((

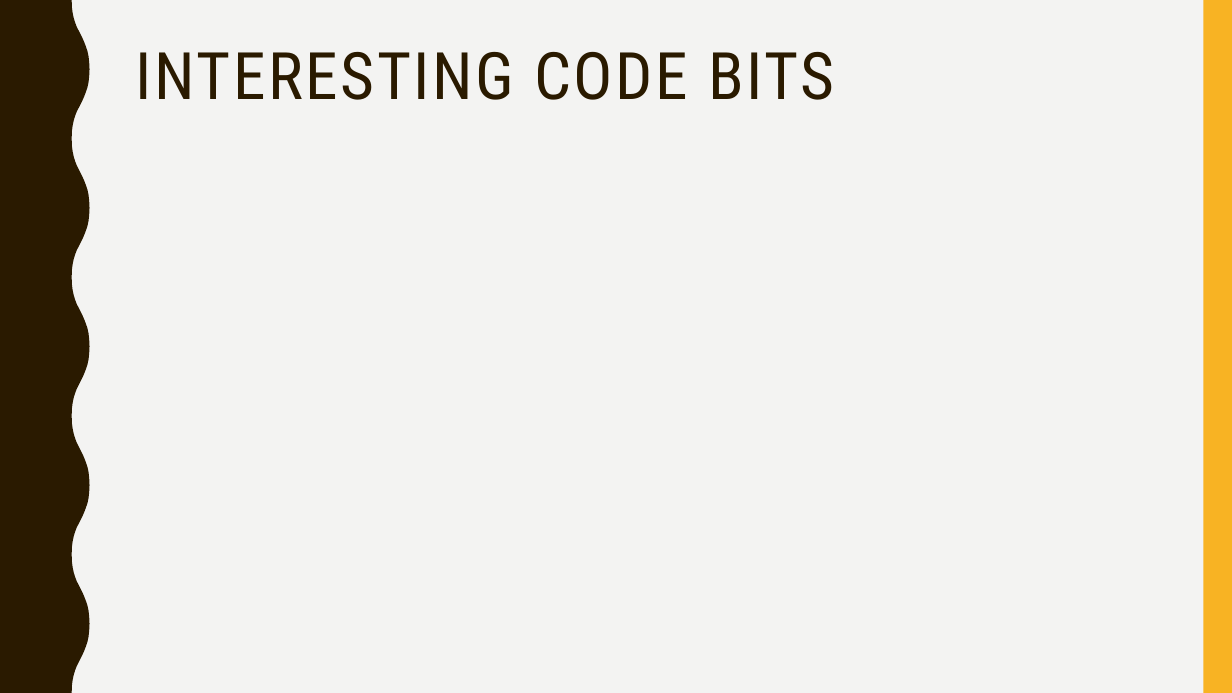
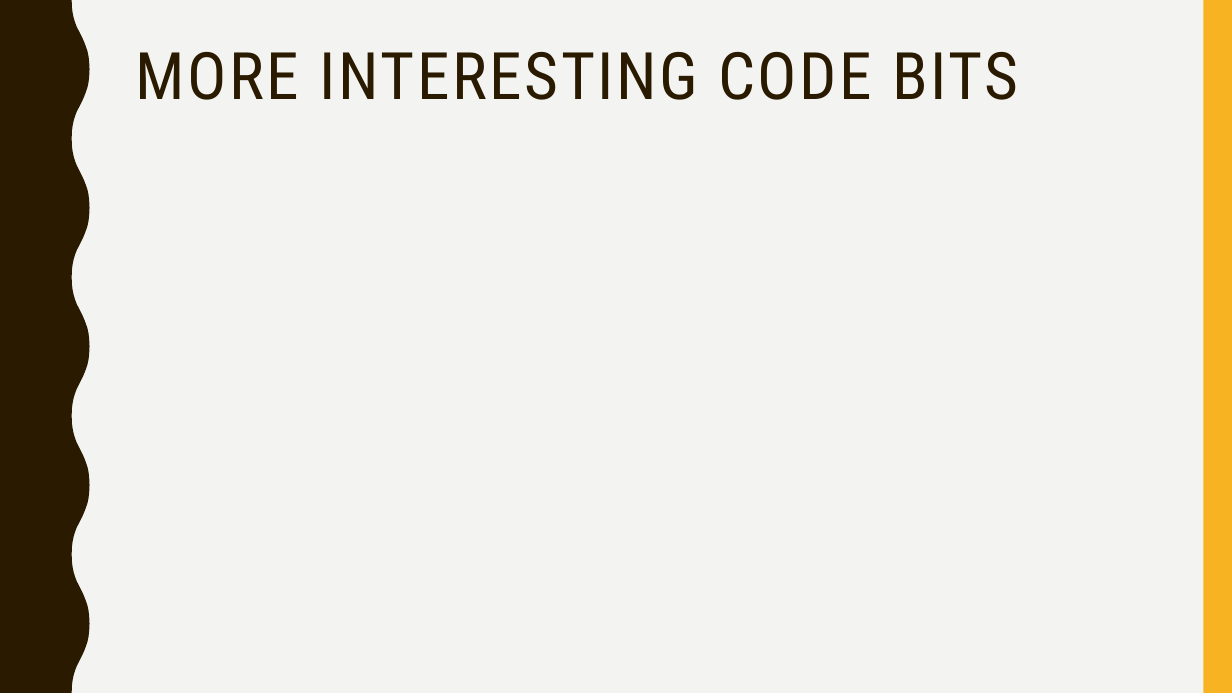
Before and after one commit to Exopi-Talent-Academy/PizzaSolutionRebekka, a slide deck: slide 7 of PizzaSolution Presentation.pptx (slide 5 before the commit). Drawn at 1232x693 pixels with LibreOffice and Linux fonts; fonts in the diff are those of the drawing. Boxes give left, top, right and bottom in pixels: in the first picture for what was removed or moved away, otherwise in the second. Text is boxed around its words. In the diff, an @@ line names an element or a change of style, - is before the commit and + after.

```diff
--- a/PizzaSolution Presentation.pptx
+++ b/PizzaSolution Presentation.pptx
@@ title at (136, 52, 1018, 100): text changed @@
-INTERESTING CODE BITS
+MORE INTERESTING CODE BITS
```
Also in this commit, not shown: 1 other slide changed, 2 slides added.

))
((

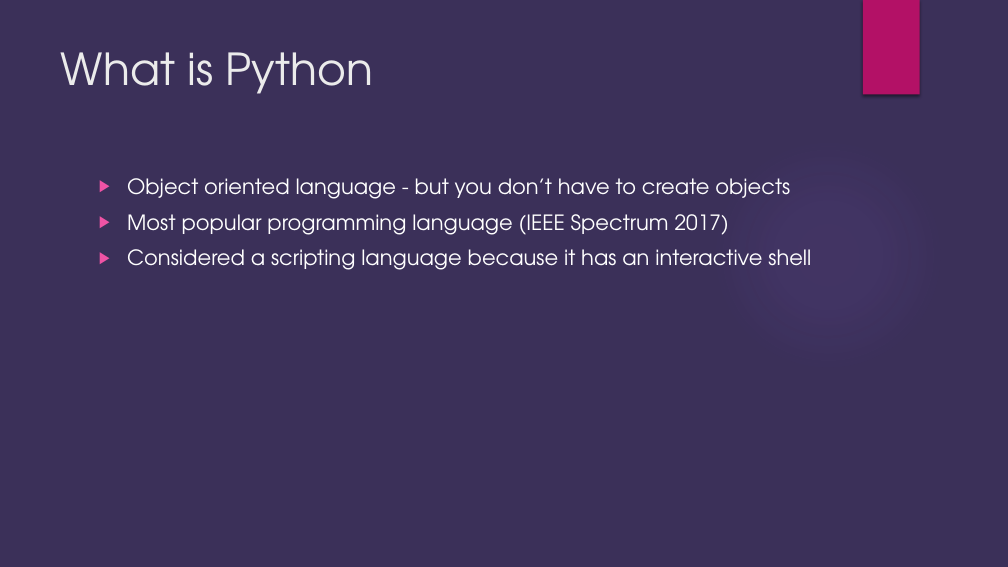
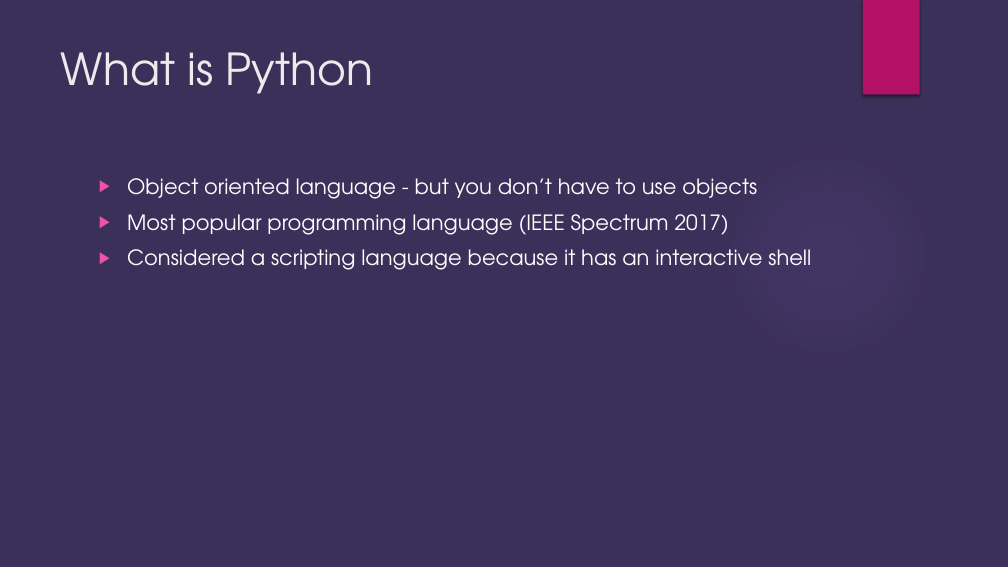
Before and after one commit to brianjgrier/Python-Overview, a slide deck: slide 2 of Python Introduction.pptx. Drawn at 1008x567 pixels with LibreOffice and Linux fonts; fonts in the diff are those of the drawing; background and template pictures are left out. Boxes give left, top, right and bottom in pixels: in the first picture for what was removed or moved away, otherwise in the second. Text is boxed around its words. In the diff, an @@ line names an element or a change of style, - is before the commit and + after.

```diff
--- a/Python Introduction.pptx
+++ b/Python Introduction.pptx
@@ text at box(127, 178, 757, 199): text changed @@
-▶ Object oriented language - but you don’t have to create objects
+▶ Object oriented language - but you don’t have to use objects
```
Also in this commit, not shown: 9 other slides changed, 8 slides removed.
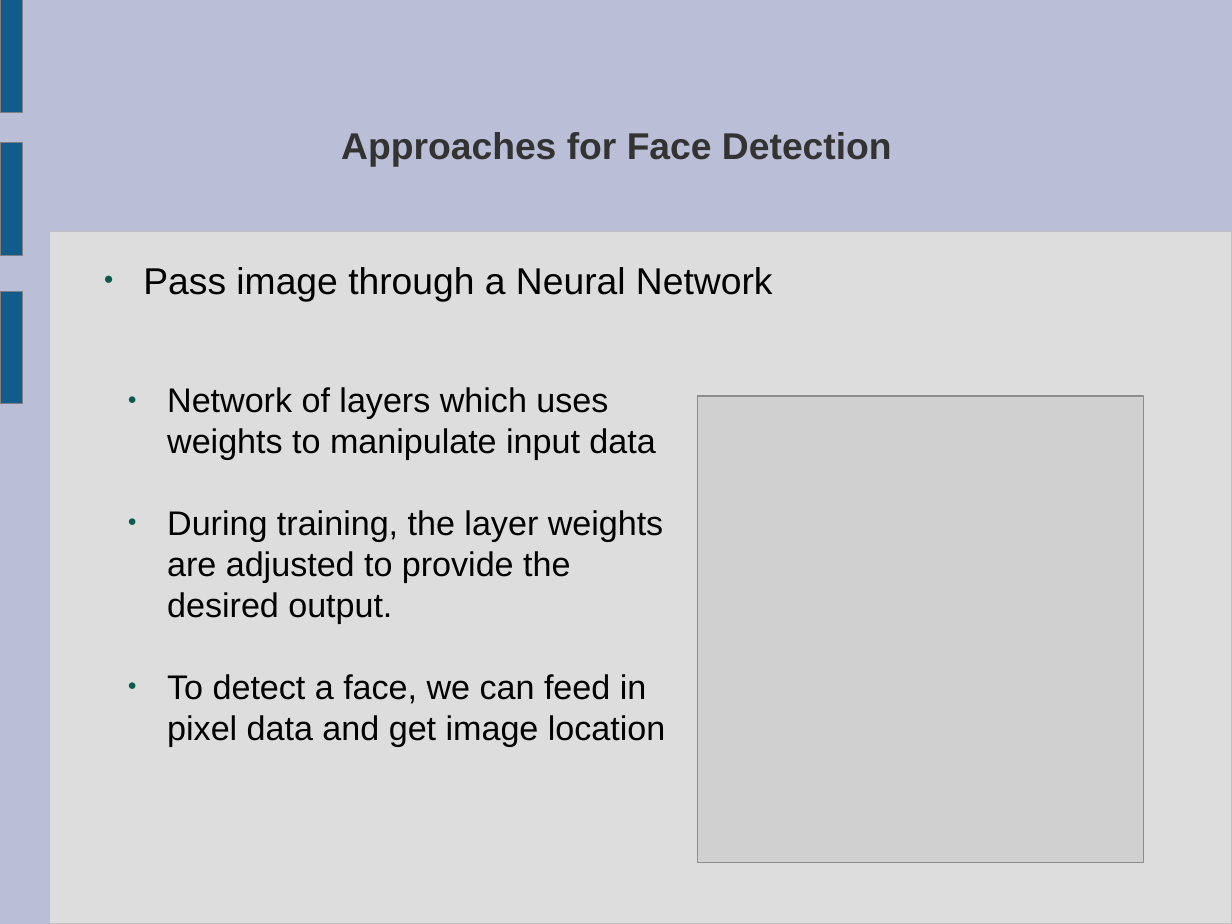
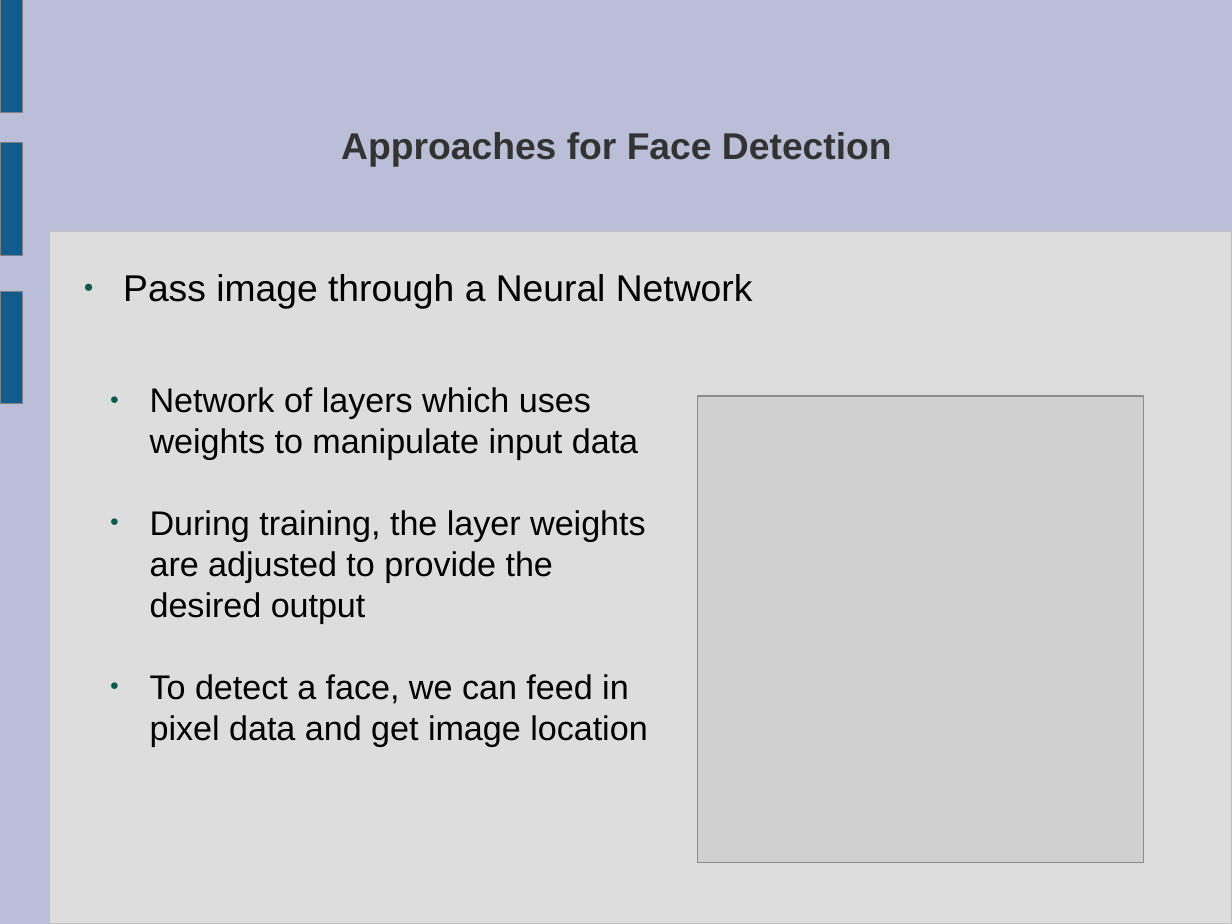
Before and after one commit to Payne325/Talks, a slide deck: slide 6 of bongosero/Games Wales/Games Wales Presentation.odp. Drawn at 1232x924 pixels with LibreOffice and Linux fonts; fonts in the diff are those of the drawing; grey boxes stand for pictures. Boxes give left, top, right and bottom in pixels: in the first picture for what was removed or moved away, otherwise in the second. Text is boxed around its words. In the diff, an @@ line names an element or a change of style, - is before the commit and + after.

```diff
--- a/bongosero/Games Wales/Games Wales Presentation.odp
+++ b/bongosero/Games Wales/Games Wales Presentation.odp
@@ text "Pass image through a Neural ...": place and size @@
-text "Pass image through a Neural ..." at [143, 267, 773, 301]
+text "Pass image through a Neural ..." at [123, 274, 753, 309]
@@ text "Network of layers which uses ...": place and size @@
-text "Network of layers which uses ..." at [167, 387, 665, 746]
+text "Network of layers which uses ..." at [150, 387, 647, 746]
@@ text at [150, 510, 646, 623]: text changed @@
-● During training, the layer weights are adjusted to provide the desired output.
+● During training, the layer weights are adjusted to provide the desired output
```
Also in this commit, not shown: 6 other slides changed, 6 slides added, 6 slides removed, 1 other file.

))

Work task ::
Only the number is wanted: how many lines in the data include the word "size"?

Result of the exercise ::
2